- **RECORDS TO USE**

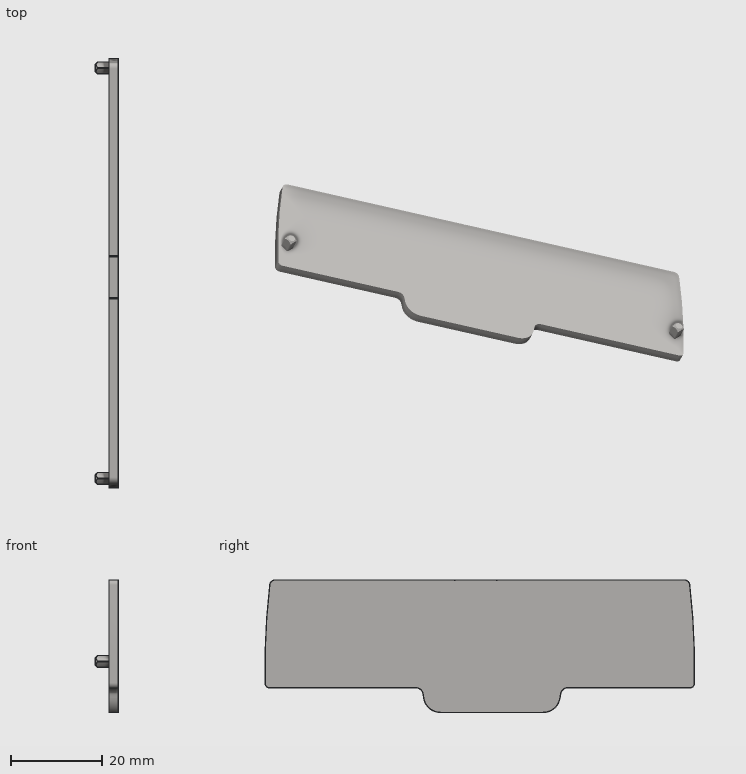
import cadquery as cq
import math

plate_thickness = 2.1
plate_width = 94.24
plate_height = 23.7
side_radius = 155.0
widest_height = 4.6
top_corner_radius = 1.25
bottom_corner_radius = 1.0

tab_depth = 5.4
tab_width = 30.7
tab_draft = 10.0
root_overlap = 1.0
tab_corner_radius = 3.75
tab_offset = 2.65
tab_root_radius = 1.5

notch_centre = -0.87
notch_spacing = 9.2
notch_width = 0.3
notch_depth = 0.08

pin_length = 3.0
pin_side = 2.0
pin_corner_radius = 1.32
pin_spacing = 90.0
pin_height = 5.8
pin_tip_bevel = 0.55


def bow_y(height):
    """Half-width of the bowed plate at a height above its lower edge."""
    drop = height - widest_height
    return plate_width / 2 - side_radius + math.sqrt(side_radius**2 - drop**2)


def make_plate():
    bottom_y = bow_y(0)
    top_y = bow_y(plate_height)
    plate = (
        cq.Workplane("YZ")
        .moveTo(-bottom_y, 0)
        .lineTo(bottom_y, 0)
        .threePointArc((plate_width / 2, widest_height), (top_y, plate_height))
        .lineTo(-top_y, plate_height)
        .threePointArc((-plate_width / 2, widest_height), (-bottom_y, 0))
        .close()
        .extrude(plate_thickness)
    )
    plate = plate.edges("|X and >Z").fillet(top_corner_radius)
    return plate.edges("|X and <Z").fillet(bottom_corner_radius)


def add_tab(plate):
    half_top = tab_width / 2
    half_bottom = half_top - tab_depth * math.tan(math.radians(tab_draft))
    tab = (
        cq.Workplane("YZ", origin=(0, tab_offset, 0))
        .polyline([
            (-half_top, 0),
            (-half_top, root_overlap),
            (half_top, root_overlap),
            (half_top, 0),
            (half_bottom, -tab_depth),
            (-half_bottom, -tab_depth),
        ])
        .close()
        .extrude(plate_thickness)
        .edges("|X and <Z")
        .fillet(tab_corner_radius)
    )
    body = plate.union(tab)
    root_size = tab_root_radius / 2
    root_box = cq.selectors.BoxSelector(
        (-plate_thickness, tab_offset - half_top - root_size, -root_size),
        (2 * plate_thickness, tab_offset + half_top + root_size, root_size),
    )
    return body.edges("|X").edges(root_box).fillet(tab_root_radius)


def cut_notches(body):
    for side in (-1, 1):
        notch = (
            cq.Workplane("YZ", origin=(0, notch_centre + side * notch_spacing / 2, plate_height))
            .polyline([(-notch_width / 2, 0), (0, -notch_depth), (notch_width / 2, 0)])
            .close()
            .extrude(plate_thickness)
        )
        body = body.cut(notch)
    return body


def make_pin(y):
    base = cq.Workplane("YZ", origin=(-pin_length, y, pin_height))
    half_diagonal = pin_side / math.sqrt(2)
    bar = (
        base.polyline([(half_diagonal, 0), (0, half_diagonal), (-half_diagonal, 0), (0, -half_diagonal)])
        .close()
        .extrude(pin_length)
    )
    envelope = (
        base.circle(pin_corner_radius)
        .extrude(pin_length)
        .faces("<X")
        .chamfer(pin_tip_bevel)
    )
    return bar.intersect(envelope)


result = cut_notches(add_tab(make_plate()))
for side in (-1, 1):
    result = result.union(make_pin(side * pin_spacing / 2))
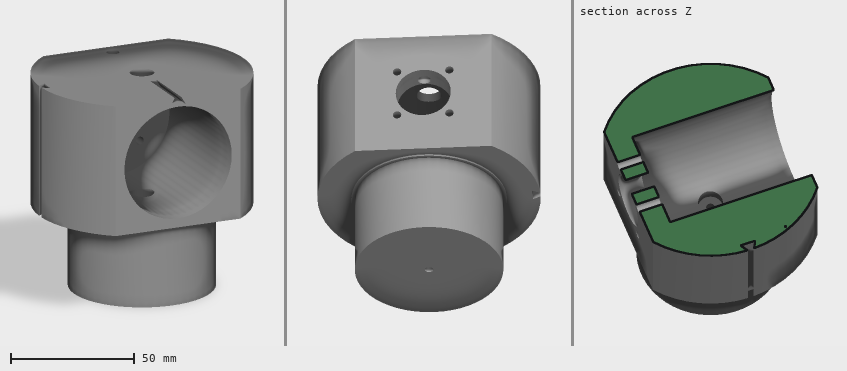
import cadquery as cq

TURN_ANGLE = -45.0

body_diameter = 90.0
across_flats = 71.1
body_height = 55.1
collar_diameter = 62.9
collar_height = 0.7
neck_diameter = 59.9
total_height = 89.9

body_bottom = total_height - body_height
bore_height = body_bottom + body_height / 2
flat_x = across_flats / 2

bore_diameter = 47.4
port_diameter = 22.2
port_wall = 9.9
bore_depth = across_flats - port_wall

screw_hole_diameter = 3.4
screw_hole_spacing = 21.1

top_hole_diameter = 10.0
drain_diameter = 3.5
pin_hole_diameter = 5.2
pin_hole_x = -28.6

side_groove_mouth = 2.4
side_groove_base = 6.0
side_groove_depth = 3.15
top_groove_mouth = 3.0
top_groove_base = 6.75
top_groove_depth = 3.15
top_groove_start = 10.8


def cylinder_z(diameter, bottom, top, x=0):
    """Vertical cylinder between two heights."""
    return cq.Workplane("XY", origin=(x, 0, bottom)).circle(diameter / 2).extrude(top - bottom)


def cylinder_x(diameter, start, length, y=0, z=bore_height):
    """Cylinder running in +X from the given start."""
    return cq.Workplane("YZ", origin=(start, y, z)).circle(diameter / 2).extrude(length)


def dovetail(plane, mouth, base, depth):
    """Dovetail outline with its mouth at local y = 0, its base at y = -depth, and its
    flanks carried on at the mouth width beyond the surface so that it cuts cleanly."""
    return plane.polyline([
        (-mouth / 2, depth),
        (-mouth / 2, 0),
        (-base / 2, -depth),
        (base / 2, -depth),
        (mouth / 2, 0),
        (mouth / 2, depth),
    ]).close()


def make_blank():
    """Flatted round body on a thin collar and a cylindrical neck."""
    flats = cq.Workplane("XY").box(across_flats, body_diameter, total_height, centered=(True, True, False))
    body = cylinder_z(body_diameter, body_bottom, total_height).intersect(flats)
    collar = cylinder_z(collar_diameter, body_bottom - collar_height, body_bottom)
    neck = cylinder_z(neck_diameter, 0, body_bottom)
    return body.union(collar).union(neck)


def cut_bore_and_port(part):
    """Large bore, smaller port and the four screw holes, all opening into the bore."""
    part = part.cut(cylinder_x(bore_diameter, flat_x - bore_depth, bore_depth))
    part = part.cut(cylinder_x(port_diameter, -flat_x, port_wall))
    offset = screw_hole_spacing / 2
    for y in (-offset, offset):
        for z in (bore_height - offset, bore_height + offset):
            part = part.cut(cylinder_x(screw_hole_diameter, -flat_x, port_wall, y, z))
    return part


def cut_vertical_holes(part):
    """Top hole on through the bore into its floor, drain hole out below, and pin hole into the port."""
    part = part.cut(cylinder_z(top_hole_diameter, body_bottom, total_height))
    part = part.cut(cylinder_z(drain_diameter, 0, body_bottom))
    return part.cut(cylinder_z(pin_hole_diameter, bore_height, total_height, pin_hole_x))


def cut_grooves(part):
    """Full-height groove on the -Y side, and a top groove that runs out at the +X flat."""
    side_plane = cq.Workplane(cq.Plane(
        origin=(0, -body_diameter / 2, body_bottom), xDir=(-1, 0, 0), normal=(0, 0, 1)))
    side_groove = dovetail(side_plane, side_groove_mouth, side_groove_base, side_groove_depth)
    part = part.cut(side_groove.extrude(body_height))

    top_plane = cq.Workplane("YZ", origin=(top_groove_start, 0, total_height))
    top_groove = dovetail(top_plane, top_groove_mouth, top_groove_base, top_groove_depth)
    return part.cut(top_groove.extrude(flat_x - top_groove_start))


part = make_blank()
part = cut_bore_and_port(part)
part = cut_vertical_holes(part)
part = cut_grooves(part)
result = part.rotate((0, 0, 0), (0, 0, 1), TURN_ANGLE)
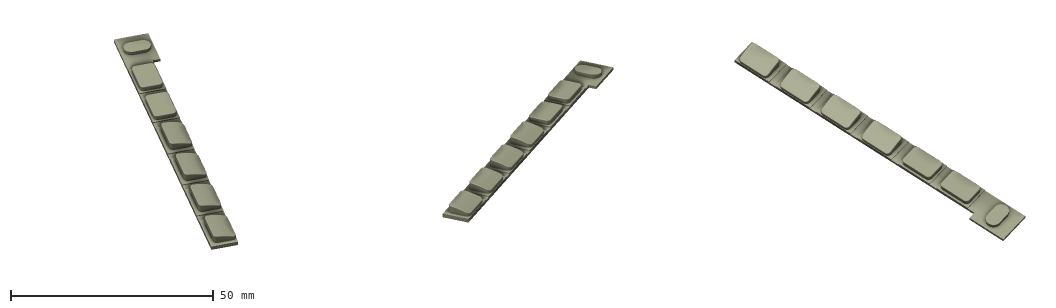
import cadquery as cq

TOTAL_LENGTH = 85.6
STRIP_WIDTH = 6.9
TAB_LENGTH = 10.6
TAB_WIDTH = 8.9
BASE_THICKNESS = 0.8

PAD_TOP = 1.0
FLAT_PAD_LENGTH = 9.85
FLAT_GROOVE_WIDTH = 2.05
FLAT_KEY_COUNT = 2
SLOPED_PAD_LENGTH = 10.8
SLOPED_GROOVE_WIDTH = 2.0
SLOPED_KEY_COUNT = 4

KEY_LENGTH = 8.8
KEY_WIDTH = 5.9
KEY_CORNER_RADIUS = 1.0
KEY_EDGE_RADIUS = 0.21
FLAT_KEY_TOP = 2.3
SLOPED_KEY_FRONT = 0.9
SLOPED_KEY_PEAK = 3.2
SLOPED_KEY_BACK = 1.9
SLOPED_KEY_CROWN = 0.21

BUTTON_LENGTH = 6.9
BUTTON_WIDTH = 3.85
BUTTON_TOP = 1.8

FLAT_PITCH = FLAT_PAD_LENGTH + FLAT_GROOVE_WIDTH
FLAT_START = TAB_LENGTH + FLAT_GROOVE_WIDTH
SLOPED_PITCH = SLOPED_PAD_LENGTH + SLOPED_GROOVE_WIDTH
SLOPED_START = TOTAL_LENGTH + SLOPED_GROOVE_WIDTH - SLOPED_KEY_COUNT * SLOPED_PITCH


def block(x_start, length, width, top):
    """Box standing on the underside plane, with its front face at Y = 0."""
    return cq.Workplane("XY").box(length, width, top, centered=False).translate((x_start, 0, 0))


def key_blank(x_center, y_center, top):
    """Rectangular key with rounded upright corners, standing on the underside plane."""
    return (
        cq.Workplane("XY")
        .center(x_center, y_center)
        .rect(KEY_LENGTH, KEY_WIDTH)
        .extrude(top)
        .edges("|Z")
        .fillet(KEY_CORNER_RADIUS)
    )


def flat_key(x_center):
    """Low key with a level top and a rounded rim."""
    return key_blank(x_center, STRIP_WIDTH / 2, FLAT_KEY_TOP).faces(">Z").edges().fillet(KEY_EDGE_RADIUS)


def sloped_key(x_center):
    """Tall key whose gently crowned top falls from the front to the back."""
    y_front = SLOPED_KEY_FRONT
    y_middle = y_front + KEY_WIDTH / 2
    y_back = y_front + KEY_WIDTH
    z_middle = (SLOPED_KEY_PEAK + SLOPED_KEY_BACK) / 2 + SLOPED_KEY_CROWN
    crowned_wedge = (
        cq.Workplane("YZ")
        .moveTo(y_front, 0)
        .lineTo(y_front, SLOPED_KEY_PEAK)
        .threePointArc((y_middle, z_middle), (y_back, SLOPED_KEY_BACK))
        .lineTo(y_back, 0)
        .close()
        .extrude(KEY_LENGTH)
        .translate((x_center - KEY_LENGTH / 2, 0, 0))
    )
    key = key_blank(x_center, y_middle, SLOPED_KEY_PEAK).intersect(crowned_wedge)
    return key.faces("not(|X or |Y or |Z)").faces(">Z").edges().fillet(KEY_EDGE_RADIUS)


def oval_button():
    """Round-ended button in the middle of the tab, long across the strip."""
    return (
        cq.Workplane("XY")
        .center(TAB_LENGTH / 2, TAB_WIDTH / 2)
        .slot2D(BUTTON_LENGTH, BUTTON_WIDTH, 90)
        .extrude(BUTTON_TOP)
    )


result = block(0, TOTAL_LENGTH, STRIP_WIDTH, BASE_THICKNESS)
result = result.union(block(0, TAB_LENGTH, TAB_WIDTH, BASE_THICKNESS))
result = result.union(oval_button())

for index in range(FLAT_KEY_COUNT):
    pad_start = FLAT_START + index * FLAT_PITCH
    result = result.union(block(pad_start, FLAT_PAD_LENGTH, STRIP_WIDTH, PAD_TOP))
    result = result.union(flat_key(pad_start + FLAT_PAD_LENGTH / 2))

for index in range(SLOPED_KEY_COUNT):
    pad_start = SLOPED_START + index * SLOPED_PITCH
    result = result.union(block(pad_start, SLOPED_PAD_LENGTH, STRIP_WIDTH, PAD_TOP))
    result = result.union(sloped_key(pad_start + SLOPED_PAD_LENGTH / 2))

- **TASK GOAL**
Using the material above, return each line in which the word "result" occurs.

- **SOLUTION**
result = cut_notches(add_tab(make_plate()))
    result = result.union(make_pin(side * pin_spacing / 2))
result = part.rotate((0, 0, 0), (0, 0, 1), TURN_ANGLE)
result = block(0, TOTAL_LENGTH, STRIP_WIDTH, BASE_THICKNESS)
result = result.union(block(0, TAB_LENGTH, TAB_WIDTH, BASE_THICKNESS))
result = result.union(oval_button())
    result = result.union(block(pad_start, FLAT_PAD_LENGTH, STRIP_WIDTH, PAD_TOP))
    result = result.union(flat_key(pad_start + FLAT_PAD_LENGTH / 2))
    result = result.union(block(pad_start, SLOPED_PAD_LENGTH, STRIP_WIDTH, PAD_TOP))
    result = result.union(sloped_key(pad_start + SLOPED_PAD_LENGTH / 2))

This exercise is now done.